* EXCERPTED RECORDS

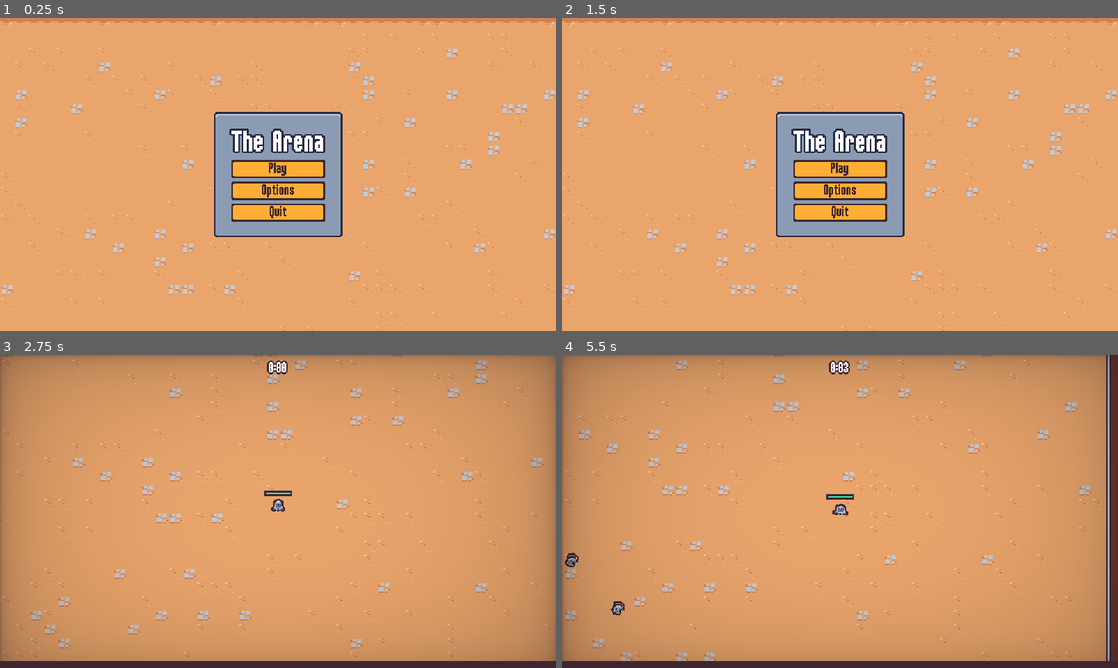
Above: before the commit, frames 1-4 (two rows, left to right).
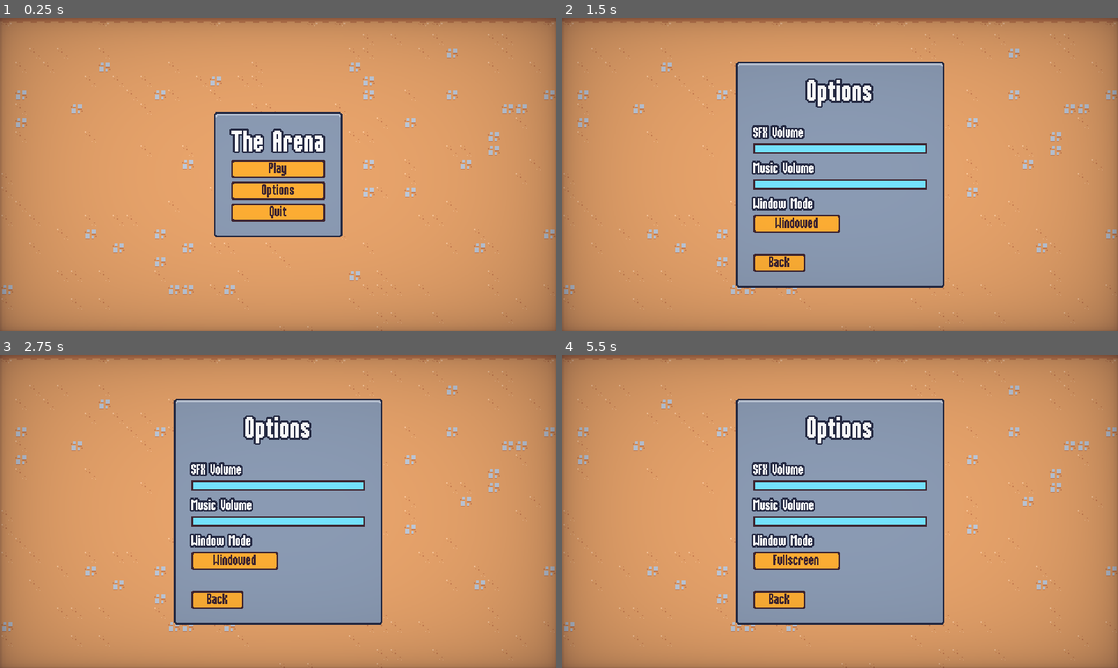
Above: after the commit, the same moments.

Repository: Destruction-Studios/Godot-Survival-Game
Game: Godot game, scene res://scenes/ui/main_menu.tscn
Same seed, same stepped clock (60 frames per second), same inputs: the game is played once before the commit and once after it.
Inputs (mouse positions are in pixels of both pictures, inside the frame that each line leads up to):
- Up to frame 1 (0.25 s): no input
- Up to frame 2 (1.5 s): click "Options" at 0.5 s; click "Back" at 1.25 s
- Up to frame 3 (2.75 s): click "Play" at 2 s
- Up to frame 4 (5.5 s): click (840, 505) at 2.75 s, where only the run after the commit has a clickable "Play"; click (795, 561) at 3.5 s, where only the run after the commit has a clickable "Windowed"; move the mouse to (962, 495) at 4.27 s; press the mouse at (962, 495) at 4.28 s; hold D (move_right) 4.28-5.03 s; move the mouse to (728, 527) at 5.02 s; release the mouse at (728, 527) at 5.03 s; hold S (move_down) from 5.03 s (still down); click (728, 527) at 5.1 s

The runs differ from the first frame. In frame 1, 32% of the frame differs, in the area x 0-100%, y 0-100%; in frame 2, 56%; in frame 3, 33%; in frame 4, 35%.

Commit message:
Added Screen Transition

Diff:
--- a/project.godot
+++ b/project.godot
@@ -19,6 +19,7 @@
 
 GameEvents="*res://scenes/autoload/game_events.tscn"
 MusicPlayer="*res://scenes/autoload/music_player.tscn"
+ScreenTransition="*res://scenes/autoload/screen_transition.tscn"
 
 [debug]
 
--- /dev/null
+++ b/scenes/autoload/screen_transition.gd
@@ -0,0 +1,17 @@
+extends CanvasLayer
+
+signal transition_halfway
+
+var skip_emit = false
+
+func transition():
+	$AnimationPlayer.play("default")
+	await transition_halfway
+	skip_emit = true
+	$AnimationPlayer.play_backwards("default")
+
+func emit_half():
+	if skip_emit:
+		skip_emit = false
+		return
+	transition_halfway.emit()
--- /dev/null
+++ b/scenes/autoload/screen_transition.gdshader
@@ -0,0 +1,14 @@
+shader_type canvas_item;
+
+uniform vec4 transtition_color: source_color;
+uniform sampler2D transition_texture : filter_nearest;
+uniform float percent: hint_range(0.0, 1.0);
+
+void fragment() {
+	vec4 transition_texture_color = texture(transition_texture, UV);
+	if (transition_texture_color.r > percent) {
+		COLOR.a = 0.0;
+	} else {
+		COLOR = transtition_color;
+	}
+}
--- /dev/null
+++ b/scenes/autoload/screen_transition.tscn
@@ -0,0 +1,106 @@
+[gd_scene load_steps=8 format=3 uid="uid://dib4lwbrkf08o"]
+
+[ext_resource type="Script" path="res://scenes/autoload/screen_transition.gd" id="1_4xj5g"]
+[ext_resource type="Shader" path="res://scenes/autoload/screen_transition.gdshader" id="1_alu0m"]
+[ext_resource type="Texture2D" uid="uid://chy1fjhn8fj62" path="res://assets/ui/screen_transition.png" id="2_bybw8"]
+
+[sub_resource type="Animation" id="Animation_82s7h"]
+length = 0.001
+tracks/0/type = "value"
+tracks/0/imported = false
+tracks/0/enabled = true
+tracks/0/path = NodePath("ColorRect:material:shader_parameter/percent")
+tracks/0/interp = 1
+tracks/0/loop_wrap = true
+tracks/0/keys = {
+"times": PackedFloat32Array(0),
+"transitions": PackedFloat32Array(1),
+"update": 0,
+"values": [0.0]
+}
+tracks/1/type = "value"
+tracks/1/imported = false
+tracks/1/enabled = true
+tracks/1/path = NodePath("ColorRect:visible")
+tracks/1/interp = 1
+tracks/1/loop_wrap = true
+tracks/1/keys = {
+"times": PackedFloat32Array(0),
+"transitions": PackedFloat32Array(1),
+"update": 1,
+"values": [false]
+}
+
+[sub_resource type="Animation" id="Animation_u4fen"]
+resource_name = "default"
+length = 0.4
+step = 0.0025
+tracks/0/type = "value"
+tracks/0/imported = false
+tracks/0/enabled = true
+tracks/0/path = NodePath("ColorRect:material:shader_parameter/percent")
+tracks/0/interp = 1
+tracks/0/loop_wrap = true
+tracks/0/keys = {
+"times": PackedFloat32Array(0, 0.4),
+"transitions": PackedFloat32Array(0.450625, 0.366021),
+"update": 0,
+"values": [0.0, 1.0]
+}
+tracks/1/type = "method"
+tracks/1/imported = false
+tracks/1/enabled = true
+tracks/1/path = NodePath(".")
+tracks/1/interp = 1
+tracks/1/loop_wrap = true
+tracks/1/keys = {
+"times": PackedFloat32Array(0.4),
+"transitions": PackedFloat32Array(1),
+"values": [{
+"args": [],
+"method": &"emit_half"
+}]
+}
+tracks/2/type = "value"
+tracks/2/imported = false
+tracks/2/enabled = true
+tracks/2/path = NodePath("ColorRect:visible")
+tracks/2/interp = 1
+tracks/2/loop_wrap = true
+tracks/2/keys = {
+"times": PackedFloat32Array(0, 0.0025),
+"transitions": PackedFloat32Array(1, 1),
+"update": 1,
+"values": [false, true]
+}
+
+[sub_resource type="AnimationLibrary" id="AnimationLibrary_56y3m"]
+_data = {
+"RESET": SubResource("Animation_82s7h"),
+"default": SubResource("Animation_u4fen")
+}
+
+[sub_resource type="ShaderMaterial" id="ShaderMaterial_fib71"]
+shader = ExtResource("1_alu0m")
+shader_parameter/transtition_color = Color(0.247059, 0.14902, 0.192157, 1)
+shader_parameter/percent = 0.0
+shader_parameter/transition_texture = ExtResource("2_bybw8")
+
+[node name="ScreenTransition" type="CanvasLayer"]
+process_mode = 3
+layer = 5
+script = ExtResource("1_4xj5g")
+
+[node name="AnimationPlayer" type="AnimationPlayer" parent="."]
+libraries = {
+"": SubResource("AnimationLibrary_56y3m")
+}
+
+[node name="ColorRect" type="ColorRect" parent="."]
+visible = false
+material = SubResource("ShaderMaterial_fib71")
+anchors_preset = 15
+anchor_right = 1.0
+anchor_bottom = 1.0
+grow_horizontal = 2
+grow_vertical = 2
--- a/scenes/ui/end_screen.gd
+++ b/scenes/ui/end_screen.gd
@@ -29,6 +29,9 @@
 		$VictoryStreamPlayer.play()
 
 func on_restart_button_pressed():
+	ScreenTransition.transition()
+	await ScreenTransition.transition_halfway
+
 	get_tree().paused = false;
 	get_tree().change_scene_to_file("res://scenes/main/main.tscn");
 
--- a/scenes/ui/main_menu.gd
+++ b/scenes/ui/main_menu.gd
@@ -9,10 +9,15 @@
 
 
 func on_play_pressed():
+	ScreenTransition.transition()
+	await ScreenTransition.transition_halfway
 	get_tree().change_scene_to_file("res://scenes/main/main.tscn")
 
 
 func on_options_pressed():
+	ScreenTransition.transition()
+	await ScreenTransition.transition_halfway
+
 	var options_instance = options_scene.instantiate()
 	add_child(options_instance)
 	options_instance.back_pressed.connect(on_options_closed.bind(options_instance))
--- a/scenes/ui/main_menu.tscn
+++ b/scenes/ui/main_menu.tscn
@@ -59,3 +59,4 @@
 text = "Quit"
 
 [node name="Vignette" parent="." instance=ExtResource("3_yutej")]
+layer = 2
--- a/scenes/ui/options_menu.gd
+++ b/scenes/ui/options_menu.gd
@@ -38,6 +38,9 @@
 
 
 func on_back_pressed():
+	ScreenTransition.transition()
+	await ScreenTransition.transition_halfway
+
 	back_pressed.emit()
 
 
--- a/scenes/ui/pause_menu.gd
+++ b/scenes/ui/pause_menu.gd
@@ -49,12 +49,18 @@
 
 
 func on_options_pressed():
+	ScreenTransition.transition()
+	await ScreenTransition.transition_halfway
+
 	var options_instance = options_menu_scene.instantiate()
 	add_child(options_instance)
 	options_instance.back_pressed.connect(on_options_back.bind(options_instance))
 
 
 func on_quit_pressed():
+	ScreenTransition.transition()
+	await ScreenTransition.transition_halfway
+
 	get_tree().paused = false
 	get_tree().change_scene_to_file("res://scenes/ui/main_menu.tscn")
 
Binary file added: assets/ui/screen_transition.png
Not shown, added: assets/ui/screen_transition.png.import
Not shown, changed: export_presets.cfg
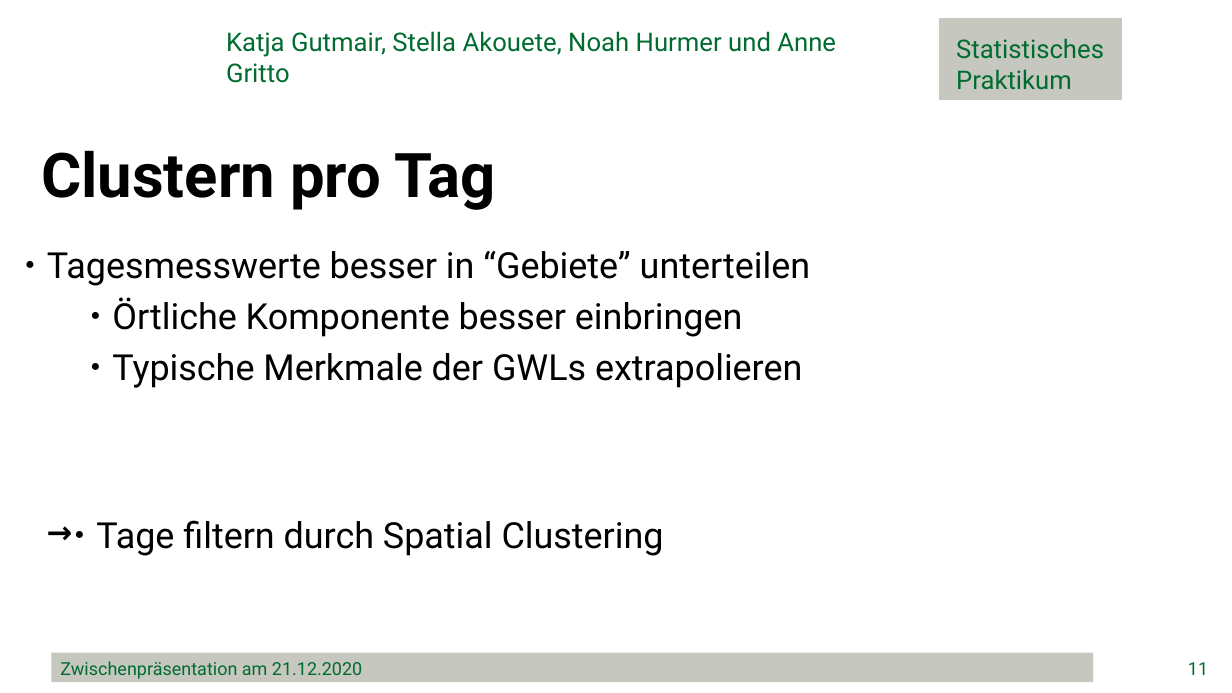
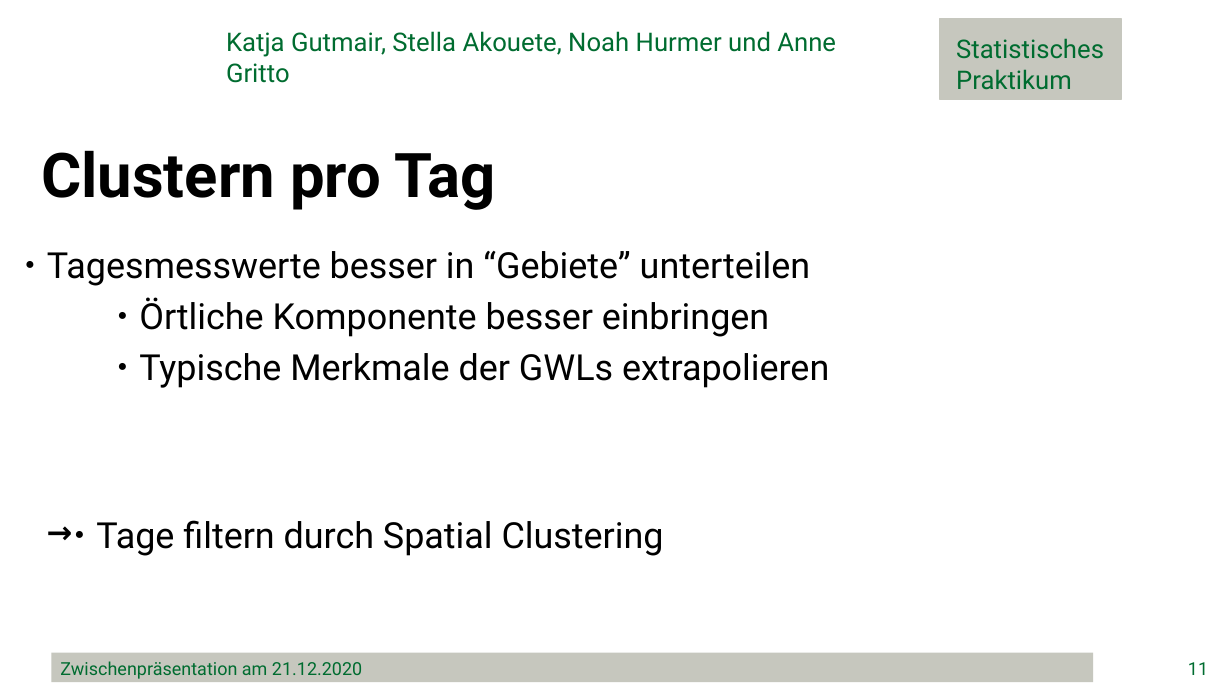
Before and after one commit to minimops/weatherFrog, a slide deck: slide 11 of ppt/Zwischenpraesentation_slidesN.pptx. Drawn at 1232x693 pixels with LibreOffice and Linux fonts; fonts in the diff are those of the drawing; background and template pictures are left out. Boxes give left, top, right and bottom in pixels: in the first picture for what was removed or moved away, otherwise in the second. Text is boxed around its words. In the diff, an @@ line names an element or a change of style, - is before the commit and + after.

```diff
--- a/ppt/Zwischenpraesentation_slidesN.pptx
+++ b/ppt/Zwischenpraesentation_slidesN.pptx
@@ text at bbox=[139, 297, 829, 388]: list level 4 to 3 in "Örtliche Komponente besser einbringen"; list level 4 to 3 in "Typische Merkmale der GWLs extrapolieren" @@
```
Also in this commit, not shown: 7 other slides changed.
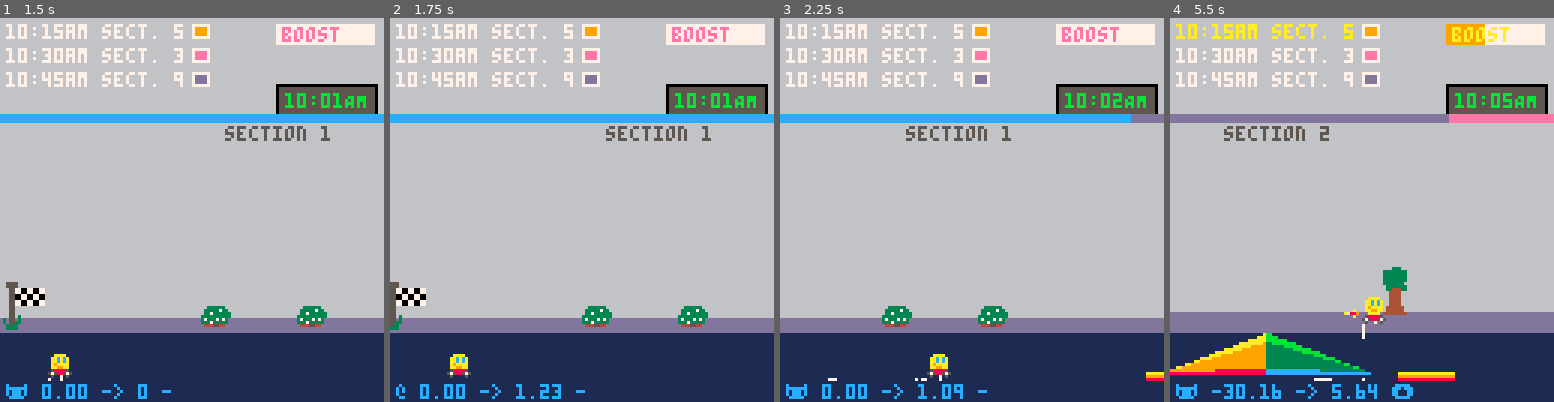
Above: before the commit, frames 1-4 (left to right).
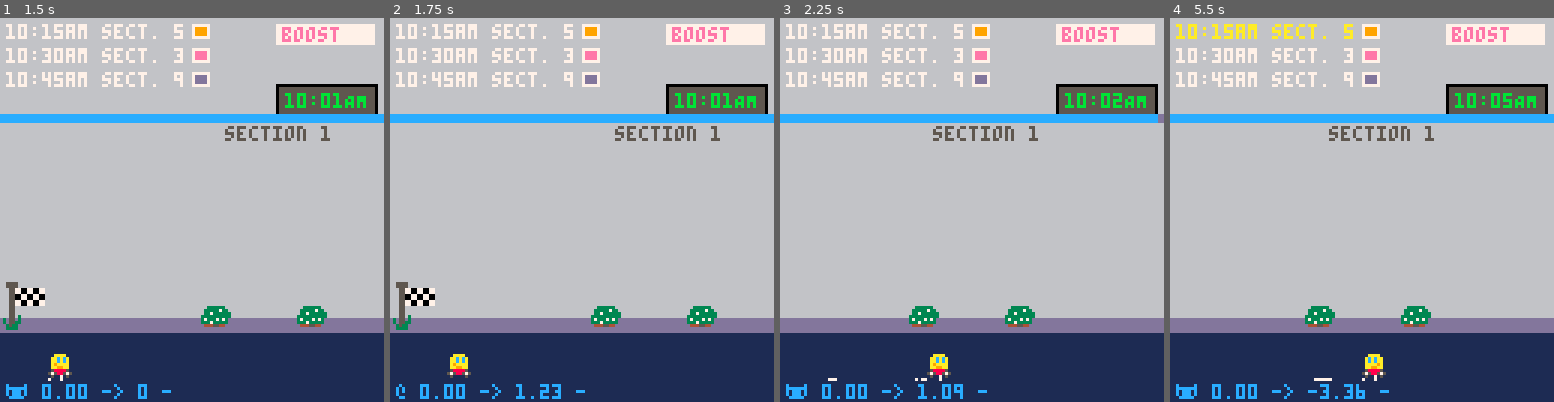
Above: after the commit, the same moments.

Repository: broquaint/pico8-carts
Game: PICO-8 cartridge racer.p8
Two runs of this game, one before a commit and one after it. Both use one fixed random seed, a clock stepped at 60 frames per second and the inputs below.
Inputs:
- Up to frame 1 (1.5 s): tap X (X key) at 0.33, 1.07 s; tap O (Z key) at 0.7 s
- Up to frame 2 (1.75 s): hold Right from 1.6 s (still down); tap O (Z key) at 1.7 s
- Up to frame 3 (2.25 s): tap X (X key) at 1.85 s; release Right at 2.1 s; tap O (Z key) at 2.1 s; hold Up from 2.15 s (still down)
- Up to frame 4 (5.5 s): release Up at 2.42 s; hold Right 2.47-3.03 s; tap O (Z key) every 0.4 s from 2.5 to 5.3 s; tap X (X key) at 2.97, 4.08, 5.2 s; hold Left 3.08-3.58 s; hold Down 3.63-3.97 s; hold Right 4.02-4.68 s; hold Up 4.73-5.03 s; hold Left from 5.08 s (still down)

Frame 1 is identical in both runs. In frame 2, 2.0% of the frame differs, in the area x 0-86%, y 28-82%; in frame 3, 2.2%; in frame 4, 11%, in the area x 0-100%, y 1-100%.

Commit message:
Fix for background sprite jitter
This seems to fix it so that bg sprites move smoothly with the rest of
the screen.

Diff:
--- a/racer.p8
+++ b/racer.p8
@@ -555,7 +555,7 @@
 
 function update_scene()
    local function update_pos(obj)
-      local x = obj.x + -car.speed
+      local x = obj.x + -flr(car.speed)
       if x < 0 and x > -64 then
          obj.x = x
       else

* WORK ORDER
Output, line for line and exactly, the records above from their first line through the one with "- Up to frame 1 (0.25 s): no input", both ends included, but no pictures.

* YOUR RESPONSE
Above: before the commit, frames 1-4 (two rows, left to right).
Above: after the commit, the same moments.

Repository: Destruction-Studios/Godot-Survival-Game
Game: Godot game, scene res://scenes/ui/main_menu.tscn
Same seed, same stepped clock (60 frames per second), same inputs: the game is played once before the commit and once after it.
Inputs (mouse positions are in pixels of both pictures, inside the frame that each line leads up to):
- Up to frame 1 (0.25 s): no input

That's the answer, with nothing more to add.